O tratado aplica‑se a impostos sobre o rendimento e o capital e estabelece regras claras sobre:

  • Pensões holandesas (AOW e fundos privados)

  • Salários recebidos na Holanda

  • Dividendos, juros e royalties

  • Imóveis situados na Holanda

  • Mais‑valias e rendimentos empresariais

A Convenção está listada oficialmente entre as convenções fiscais de Portugal.

 

Como o tratado evita pagar imposto duas vezes

O TDT utiliza dois mecanismos:

1️⃣ Crédito de imposto

Portugal permite deduzir o imposto pago na Holanda ao IRS devido em Portugal.

2️⃣ Isenção com progressividade

Alguns rendimentos são isentos em Portugal, mas influenciam a taxa aplicável ao restante rendimento.

Estes métodos seguem o modelo OCDE e são reconhecidos como padrão europeu para evitar dupla tributação.

 

Exemplos práticos

✔ Pensões holandesas (AOW e fundos privados)

Normalmente tributadas na Holanda, mas declaradas em Portugal. Portugal aplica crédito de imposto ou isenção, conforme o tipo de pensão.

✔ Salários

Se o trabalho é exercido na Holanda, pode ser tributado lá.

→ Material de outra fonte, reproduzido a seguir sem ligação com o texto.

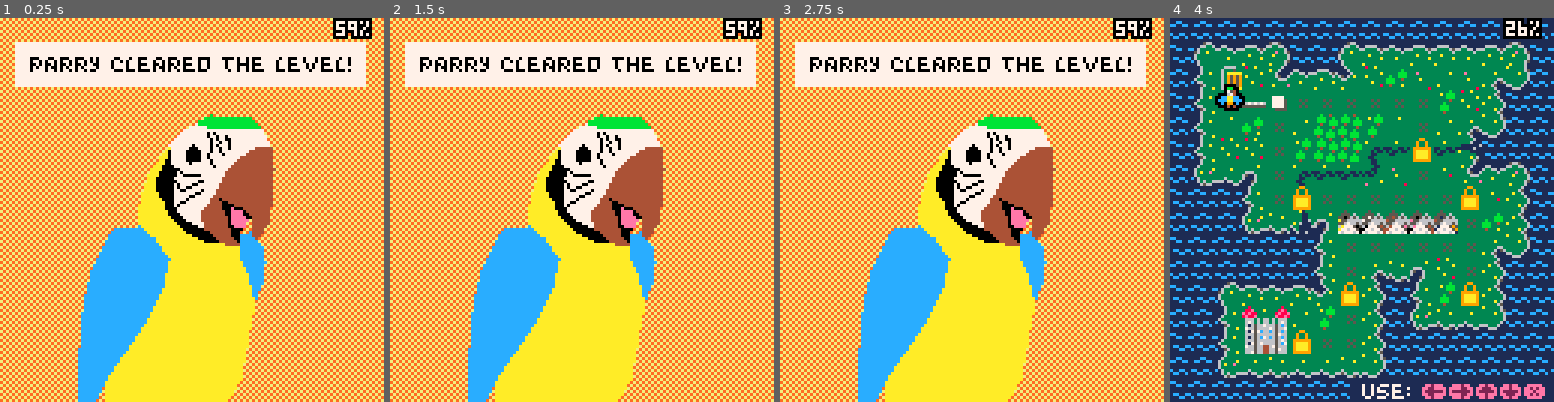
Above: before the commit, frames 1-4 (left to right).
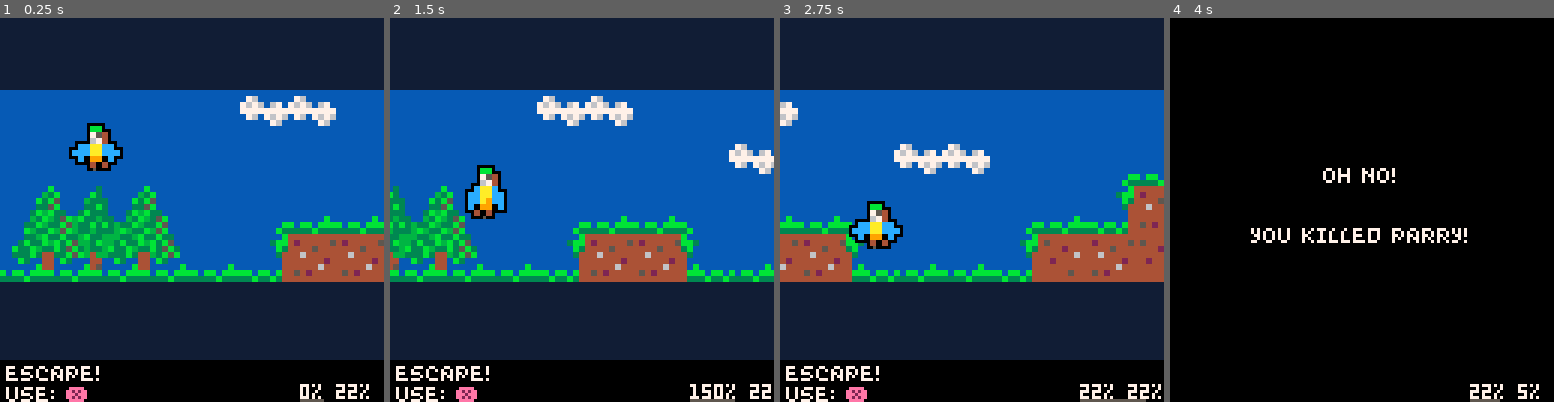
Above: after the commit, the same moments.

Repository: electroly/games
Game: PICO-8 cartridge carts/parry2.p8
Two runs of this game, one before a commit and one after it. Both use one fixed random seed, a clock stepped at 60 frames per second and the inputs below.
Inputs:
- Up to frame 1 (0.25 s): no input
- Up to frame 2 (1.5 s): tap X (X key) at 0.33, 1.07 s; tap O (Z key) at 0.7 s
- Up to frame 3 (2.75 s): hold Right 1.6-2.1 s; tap O (Z key) at 1.7, 2.1, 2.5 s; tap X (X key) at 1.85 s; hold Up 2.15-2.42 s; hold Right from 2.47 s (still down)
- Up to frame 4 (4 s): tap O (Z key) at 2.9, 3.3, 3.7 s; tap X (X key) at 2.97 s; release Right at 3.03 s; hold Left 3.08-3.58 s; hold Down 3.63-3.97 s

The runs differ from the first frame. In frame 1, 100% of the frame differs, in the area x 0-100%, y 0-100%; in frame 2, 100%; in frame 3, 100%; in frame 4, 99%.

Commit message:
Parry2: working endless runner

Diff:
--- a/carts/parry2.p8
+++ b/carts/parry2.p8
@@ -7,6 +7,8 @@
 function _init()
 	--show cpu and ram
 	show_debug_info=true
+	maxcyc=0 --cpu high water mark
+	prev_maxcyc=0
 
 	--0=easy, 1=medium, 2=hard
 	difficulty=0
@@ -82,6 +84,7 @@
 		,g02=11 --lift weights
 		,g03=12 --find parry
 		,g04=13 --eat carrots
+		,g05=14 --endless runner
 		--levels
 		,l01=100 --buzz
 	}
@@ -94,7 +97,10 @@
 	map_px=2
 	map_py=3
 
-	change_scene(scn.levelend)
+	g05_tx=16
+	g05_ty=0
+	music(10)
+	change_scene(scn.g05)
 end
 
 function _update60()
@@ -132,6 +138,8 @@
 		g03_update()
 	elseif scene==scn.g04 then
 		g04_update()
+	elseif scene==scn.g05 then
+		g05_update()
 	elseif scene==scn.gamesuccess then
 		gamesuccess_update()
 	elseif scene==scn.gamefailed then
@@ -152,6 +160,11 @@
 
 	--default palette
 	pal()
+
+	--this costs 1% cpu but pal()
+	--doesn't seem to fully reset
+	--everything
+	cls()
 
 	--if we just changed scene in
 	--update(), then we haven't
@@ -175,6 +188,8 @@
 		g03_draw()
 	elseif scene==scn.g04 then
 		g04_draw()
+	elseif scene==scn.g05 then
+		g05_draw()
 	elseif scene==scn.gamesuccess then
 		gamesuccess_draw()
 	elseif scene==scn.gamefailed then
@@ -188,13 +203,15 @@
 	end
 
 	if show_debug_info then
+		if ctr%60==0 then
+			prev_maxcyc=maxcyc
+			maxcyc=0
+		end
 		local cyc=flr(100*stat(1))
-		for i=-1,1 do
-			for j=-1,1 do
-				print(cyc.."%",112+i,1+j,clr_bla)
-			end
-		end
-		print(cyc.."%",112,1,clr_whi)
+		if(cyc>maxcyc)maxcyc=cyc
+		rectfill(100,122,127,127,clr_bla)
+		print(prev_maxcyc.."% "..cyc.."%",100,122,clr_whi)
+		line(100,127,100+28*(ctr%60)/60,127,clr_dgra)
 	end
 end
 
@@ -226,6 +243,8 @@
 		g03_init()
 	elseif scene==scn.g04 then
 		g04_init()
+	elseif scene==scn.g05 then
+		g05_init()
 	elseif scene==scn.gamesuccess then
 		gamesuccess_init()
 	elseif scene==scn.gamefailed then
@@ -986,6 +1005,10 @@
 
 --gamefailed--
 function gamefailed_init()
+	--caller optionally sets gamefailed_msg
+	gamefailed_thismsg=gamefailed_msg
+		or "you ran out of time!"
+	gamefailed_msg=nil
 	music(-1)
 	sfx(28,3)
 end
@@ -998,7 +1021,7 @@
 	cls(0)
 	local ts={
 		{t="oh no!",y=50}
-		,{t="you ran out of time!",y=70}
+		,{t=gamefailed_thismsg,y=70}
 	}
 	for _,x in pairs(ts) do
 		print_font1(x.t,centerx(font1_width(x.t)),x.y)
@@ -1422,6 +1445,205 @@
 end
 --end g04--
 
+--g05--
+function g05_init()
+	--caller set:
+	--g05_tx,g05_ty = tile upper left
+	g05_success_ctr=nil
+	g05_maxtime=600
+	g05_vy=1
+
+	--this is at the bottom middle
+	g05_x=32
+	g05_y=0
+
+	--when running offscreen at end
+	g05_flagoffx=0
+
+	--find ground and end of level
+	g05_gnd={}
+	g05_endx=0
+	for atx=g05_tx,127 do
+		--flag
+		for aty=g05_ty,g05_ty+3 do
+			if fget(mget(atx,aty),1) and g05_endx==0 then
+				g05_endx=(atx-g05_tx)*16+7
+			end
+		end
+
+		--ground
+		for offx=0,15 do
+			local x=(atx-g05_tx)*16+offx
+			g05_gnd[x]=64
+			for aty=g05_ty+3,g05_ty,-1 do
+				if fget(mget(atx,aty),0) then
+					g05_gnd[x]=aty*16
+				end
+			end
+		end
+	end
+end
+
+function g05_update()
+	--forward motion
+	if g05_x>=g05_endx then
+		if g05_success_ctr==nil then
+			g05_success_ctr=ctr
+			sfx(30,3)
+		elseif ctr-g05_success_ctr>120 then
+				change_scene(scn.gamesuccess)
+				return
+		end
+	else
+		if(ctr>60)g05_x+=1
+
+		--velocity
+		g05_y+=g05_vy
+
+		--gravity
+		g05_vy+=0.1
+
+		--ground
+		local on_ground=g05_y>=g05_gnd[g05_x]
+		local on_ground_forgiving=(g05_y-2)>=g05_gnd[g05_x]
+		if on_ground then
+			g05_vy=0
+		end
+
+		--jump
+		if on_ground and btndn[btn_x] then
+			g05_vy=-2
+		end
+
+		--collision
+		if on_ground then
+			if on_ground_forgiving and
+					g05_gnd[g05_x-1]>g05_gnd[g05_x] then
+				gamefailed_msg="you killed parry!"
+				change_scene(scn.gamefailed)
+				return
+			else
+				g05_y=g05_gnd[g05_x]
+			end
+		end
+	end
+
+	--dance
+	if statchg[50] then
+		--fast
+		if stat(50)%4==0 or stat(50)%4==2 then
+			for atx=g05_tx,127 do
+				for aty=g05_ty,g05_ty+3 do
+					local n=mget(atx,aty)
+					local n2=nil
+					if(n==166 or n==167)n2=n+2
+					if(n==168 or n==169)n2=n-2
+					if(n2!=nil)mset(atx,aty,n2)
+				end
+			end
+		end
+		--slow
+		if stat(50)%8==0 or stat(50)%8==4 then
+			for atx=g05_tx,127 do
+				for aty=g05_ty,g05_ty+3 do
+					local n=mget(atx,aty)
+					local n2=nil
+					if(n==180)n2=181
+					if(n==181)n2=180
+					if(n2!=nil)mset(atx,aty,n2)
+				end
+			end
+		end
+	end
+end
+
+function g05_draw()
+	--palette
+	poke(0x5f5f,0x10)
+	for i=0,2 do
+		poke(0x5f70+i,0xFF)
+	end
+	for i=11,14 do
+		poke(0x5f70+i,0xFF)
+	end
+	pal(clr_dblu,clr2+clr_dblu,2)
+	pal(clr_dblu,clr2+clr_blu,1)
+	pal(clr_lav,clr2+clr_gre,1)
+	cls(clr_dblu)
+
+	clip(0,24,128,64)
+
+	--map
+	local cx=g05_tx+flr(g05_x/16)
+	for r=0,3 do
+		for c=-2,14 do
+			local n=mget(cx+c,g05_ty+r)
+			local sx=8*(n%16)
+			local sy=8*flr(n/16)
+			sspr(sx,sy,8,8,(c+2)*16-(g05_x%16),
+				24+r*16,16,16)
+		end
+	end
+
+	--parry
+	local psx=16
+	if g05_vy<-1 then
+		psx=16
+	elseif g05_vy>1 then
+		psx=24
+	elseif stat(50)%2==0 then
+		psx=16
+	else
+		psx=24
+	end
+	pal(pal_black)
+	--run offscreen after flag
+	if g05_x>=g05_endx then
+		g05_flagoffx+=2
+	end
+
+	for i=-1,1 do
+		for j=-1,1 do
+			sspr(psx,0,8,8,i+24+g05_flagoffx,7+j+g05_y,
+			16,16)
+		end
+	end
+	pal(pal_default)
+	sspr(psx,0,8,8,24+g05_flagoffx,7+g05_y,
+		16,16)
+
+	clip()
+
+	--ground debug 1
+	--for x=0,127 do
+		--local gy=g05_gnd[g05_x-32+x]
+		--if(gy!=nil)pset(x,24+gy-2,clr_red)
+	--end
+
+	--ground debug 2
+	--print("gnd="..g05_gnd[g05_x],0,0,clr_whi)
+	--print("y="..g05_y,0,8,clr_whi)
+
+	--flag debug
+	--print("x="..g05_x,0,0,clr_whi)
+	--print("endx="..g05_endx,0,8,clr_whi)
+
+	--position debug
+	pset(24+7,23+g05_y,clr_dgra)
+
+	--potential collision debug
+	--if g05_gnd[g05_x-1]>g05_gnd[g05_x] then
+		--cls(clr_red)
+	--end
+
+	draw_footer(
+		"escape!",
+		"use: ❎",
+		nil,
+		g05_success_ctr)
+end
+--end g05--
+
 -->8
 --utilities
 
@@ -1691,7 +1913,7 @@
 	if success_ctr==nil then
 		print_font1(t1,2,116)
 		print_font1(t2,2,123)
-		art_timer(maxtime)
+		if(maxtime!=nil)art_timer(maxtime)
 	end
 end
 
@@ -1898,14 +2120,30 @@
 
 
 
+…(16 lines of a section not shown)…
 __gff__
 0000000000000000000000000000010000000000000000000000000001010101000000000000000000000000010101000000000000000000000000010101010000000000000000000000000000000000000000000000000000000000000000000000000000000000000000000000000000000000000000000000000000000000
-0000000000000000000000000000000000000000000000000000000000000000000000000000000000000000000000000000000000000000000000000000000000000000000000000000000000000000000000000000000000000000000000000000000000000000000000000000000000000000000000000000000000000000
+0000000000000000000000000000000000000000000000000000000000000000000101000100020002000000000000000000010000000200020000000000000000000000000000000000000000000000000000000000000000000000000000000000000000000000000000000000000000000000000000000000000000000000
 __map__
-2929292929292929292929292929292900000000000000000000000000000000000000000000000000000000000000000000000000000000000000000000000000000000000000000000000000000000000000000000000000000000000000000000000000000000000000000000000000000000000000000000000000000000
-1710381112171710113811113811121700000000000000000000000000000000000000000000000000000000000000000000000000000000000000000000000000000000000000000000000000000000000000000000000000000000000000000000000000000000000000000000000000000000000000000000000000000000
-29203a2133381134212824142436322900000000000000000000000000000000000000000000000000000000000000000000000000000000000000000000000000000000000000000000000000000000000000000000000000000000000000000000000000000000000000000000000000000000000000000000000000000000
-17203d3c3b0f0f0f0f0f0f192122171700000000000000000000000000000000000000000000000000000000000000000000000000000000000000000000000000000000000000000000000000000000000000000000000000000000000000000000000000000000000000000000000000000000000000000000000000000000
+29292929292929292929292929292929b3b3b3b3b3b4b4b3b3b3b3b3b3b3b3b3b3b3b3b4b4b3b3b3b3b3b4b3b3b3b3b3b3b4b3b3b3b3b3b3b3b3b3b3b3b3b4b3b3b3b3b3b3b300000000000000000000000000000000000000000000000000000000000000000000000000000000000000000000000000000000000000000000
+17103811121717101138111138111217b3b3b3b3b3b3b3b3b3b4b4b3b3aaa0b3b3b3b3b3b3b3a5a0b3a0a0a0b3b3b3b3abadaeaca6a7b3b3b4b4b3b3b3b3b3b3b3b3b4b4b3b300000000000000000000000000000000000000000000000000000000000000000000000000000000000000000000000000000000000000000000
+29203a21333811342128241424363229abadaeacb3aaa0a0bab3b3aaa0b0a1b3a0a0a2a0a0a0b2a1b3a1b2a1b1a0a0a2bbbdbebcb6b7a0a0a0a0a0a0a0a0a0a0a0a0a0a0a0a000000000000000000000000000000000000000000000000000000000000000000000000000000000000000000000000000000000000000000000
+17203d3c3b0f0f0f0f0f0f1921221717bbbdbebca0b0a1a1b1a0a0b0b2a1b2b3a1b2a1b2a1b2a1b2b3b2a1b2a1b2a1b2a1b2a1b2a1b2a1b2a1b2a1b2a1b2a1b2a1b2a1b2a1b200000000000000000000000000000000000000000000000000000000000000000000000000000000000000000000000000000000000000000000
 292023280f14181819230f143632292900000000000000000000000000000000000000000000000000000000000000000000000000000000000000000000000000000000000000000000000000000000000000000000000000000000000000000000000000000000000000000000000000000000000000000000000000000000
 172021210f19181815253f252617171700000000000000000000000000000000000000000000000000000000000000000000000000000000000000000000000000000000000000000000000000000000000000000000000000000000000000000000000000000000000000000000000000000000000000000000000000000000
 293039350f15252516240f133338122900000000000000000000000000000000000000000000000000000000000000000000000000000000000000000000000000000000000000000000000000000000000000000000000000000000000000000000000000000000000000000000000000000000000000000000000000000000
Not shown, changed: 23 lines of the sprite sheet (__gfx__) section of carts/parry2.p8
Not shown, changed: the sound effects (__sfx__) section of carts/parry2.p8

Portugal evita dupla tributação através de crédito de imposto.

✔ Dividendos, juros e royalties

O tratado limita as taxas máximas de retenção na fonte aplicadas pela Holanda, reduzindo a carga fiscal antecipada.

✔ Imóveis na Holanda

São tributados exclusivamente na Holanda. Portugal aplica isenção com progressividade.

 

⚖️ Nota Importante

Esta informação é geral e não dispensa a consulta de um especialista fiscal ou das autoridades tributárias competentes, pois cada situação pode ter particularidades que alteram o enquadramento aplicável.